【なでしこジャパン】 日本VS中国・・・ベテランから若手への切り替えを促進すべき! 《東アジア杯》

2013年7月20日から7月28日まで韓国で東アジア杯が開催されています。予選を免除された韓国、日本、北朝鮮と予選を突破した中国の4カ国により行われる総当たり方式のリーグ戦を行います。ベテランと若手を融合した新生なでしこジャパンがどのような戦いを見せるのか?初戦の中国戦に注目が集まりました。

ゲーム序盤は中国のハイプレスに苦しめられる

日本のシステムは4-4-2。DFは左から宇津木、熊谷、岩清水、有吉。MFはボランチに阪口と宮間。攻撃的なサイドハーフは左に川澄、右に安藤。2トップは大野と大儀見という布陣。対する中国はフィジカルの強さとスピードのある選手を揃え、豊富な運動量で前線から強烈なプレスディフェンスを展開してきました。

中盤の速いパスワークを主体に攻める日本は、中国の素早いチェックに圧倒されてパスが繋がらずに苦しみます。ショートパスからサイドアタックを仕掛ける日本の形は作り出せず、MF川澄と安藤はサイドライン際で孤立し、FWの大野と大儀見もシュートチャンスを逸します。

ロングボールで戦況を打開、大儀見の2アシストが光る

中国のプレッシングに苦しむ日本は、中盤を省略して前線にロングボールを放り込みます。センターバックの熊谷とボランチの宮間が起点となり、30~40mの縦パスで一気に局面を打開します。
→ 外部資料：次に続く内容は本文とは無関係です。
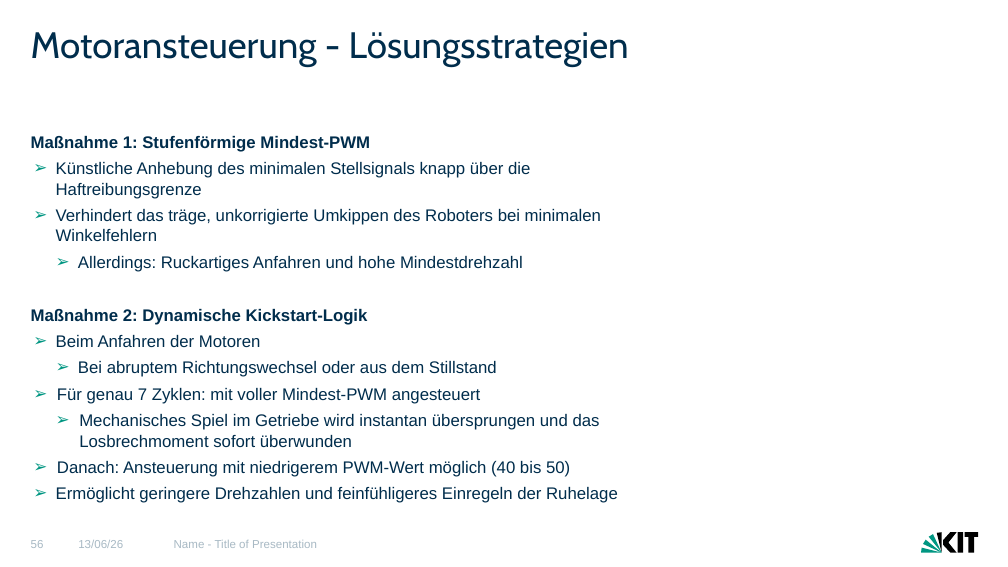
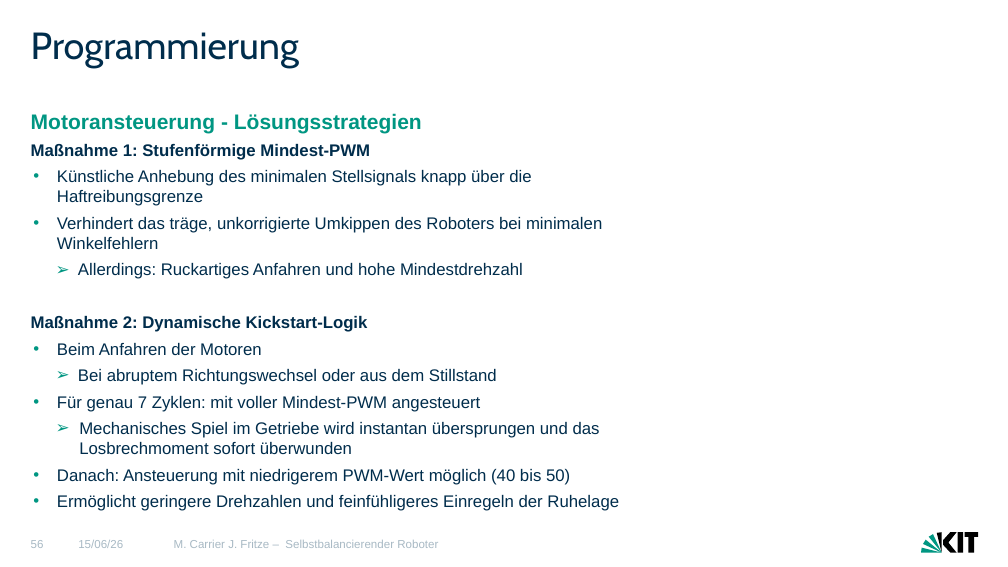
Before and after one commit to MCITBA/Lok_Prak_Rob, a slide deck: slide 56 of Finale_Präsentation_erw.pptx. Drawn at 1008x567 pixels with LibreOffice and Linux fonts; fonts in the diff are those of the drawing. Boxes give left, top, right and bottom in pixels: in the first picture for what was removed or moved away, otherwise in the second. Text is boxed around its words. In the diff, an @@ line names an element or a change of style, - is before the commit and + after.

```diff
--- a/Finale_Präsentation_erw.pptx
+++ b/Finale_Präsentation_erw.pptx
@@ title at [31,32,299,68]: text changed; size 35 to 36 pt @@
-Motoransteuerung - Lösungsstrategien
+Programmierung
@@ text at [31,113,422,133]: paragraph added @@
+Motoransteuerung - Lösungsstrategien
@@ text "Motoransteuerung - Lösungsstrategien": place and size @@
-text "Motoransteuerung - Lösungsstrategien" at [31,136,618,503]
+text "Motoransteuerung - Lösungsstrategien" at [31,113,602,485]
@@ text at [57,170,602,485]: bullet ➢ to • @@
@@ text at [174,540,438,548]: text changed @@
-Name - Title of Presentation
+M. Carrier J. Fritze – Selbstbalancierender Roboter
```
Also in this commit, not shown: 51 other slides changed, 4 slides added, 2 slides removed.

中国はハイプレスをかける為にディフェンスラインを押し上げるのでDFの裏に広大がスペースが生まれます。そこにサイドから川澄と安藤が飛び込むことでディフェンスの陣形は崩れました。

更にFW大儀見がポジションを1つ下げてトップ下に入り、中央でターゲットになってディフェンスを1人で引きつけます。前半36分に生まれた先制ゴールは、大儀見が中央で起点になることでディフェンスラインの裏にスペースが生まれ、そこに飛び込んだ安藤が大儀見のスルーパスを受けてゴール左隅に流し込みました。

後半13分、宮間のロングフィードを右サイドで受けた大儀見がDFと競り合いながら粘り、ペナルティエリアに走り込んだ中島依美にラストパス。中島はDFと体を入れ替えながらダイレクトでミドルシュートを叩き込みます。2-0で勝利を得た日本はアジアの大国として実力の違いを見せつけました。

ボランチ宮間は澤の後継者になれるか?

澤穂希が不在のなか、ゲームメーカーに指名されたのは宮間あやでした。サイドハーフからボランチにコンバートされて以来、本来の力を出し切れずにいましたが、この日は中盤の底から効果的なロングフィードを連発して好機を作りました。佐々木監督は澤の後継者として宮間をボランチで育てようとしています。

しかし、宮間の本職はサイドハーフであり、ピンポイントクロスでアシストを量産する世界最高クラスのクロッサーです。攻守の繋ぎ目となるボランチは守備の負担が大きく、宮間の攻撃力を生かし切れるとは思えません。

阪口との縦関係を明確にし、90分間トップ下に近い攻撃的なポジションでプレーできれば得意のミドルシュートもスルーパスも出せるはずです。今後、宮間の能力を生かすために新たなチーム戦術を生み出す必要があると思います。

A代表3年ぶりのゴールとなる安藤は賞味期限切れか?

先制点を奪った安藤梢はA代表で約3年ぶりのゴールとなりました。代表通算18点目は114試合目での達成になります。長らくなでしこジャパンを支えてきた名手の1人ですが、ここ数年は国際試合での得点力の低さを露呈してきました。

代表6試合目で初ゴールを記録した中島依美は非凡なパスセンスとシュート力を備え、ドイツ・ホッフェンハイムで9試合4得点を記録した岩淵真奈はワールドクラスの突破力を誇ります。W杯で再び世界王者を目指すためにも、優れた能力を持つ若手への切り替えを図るべきではないでしょうか。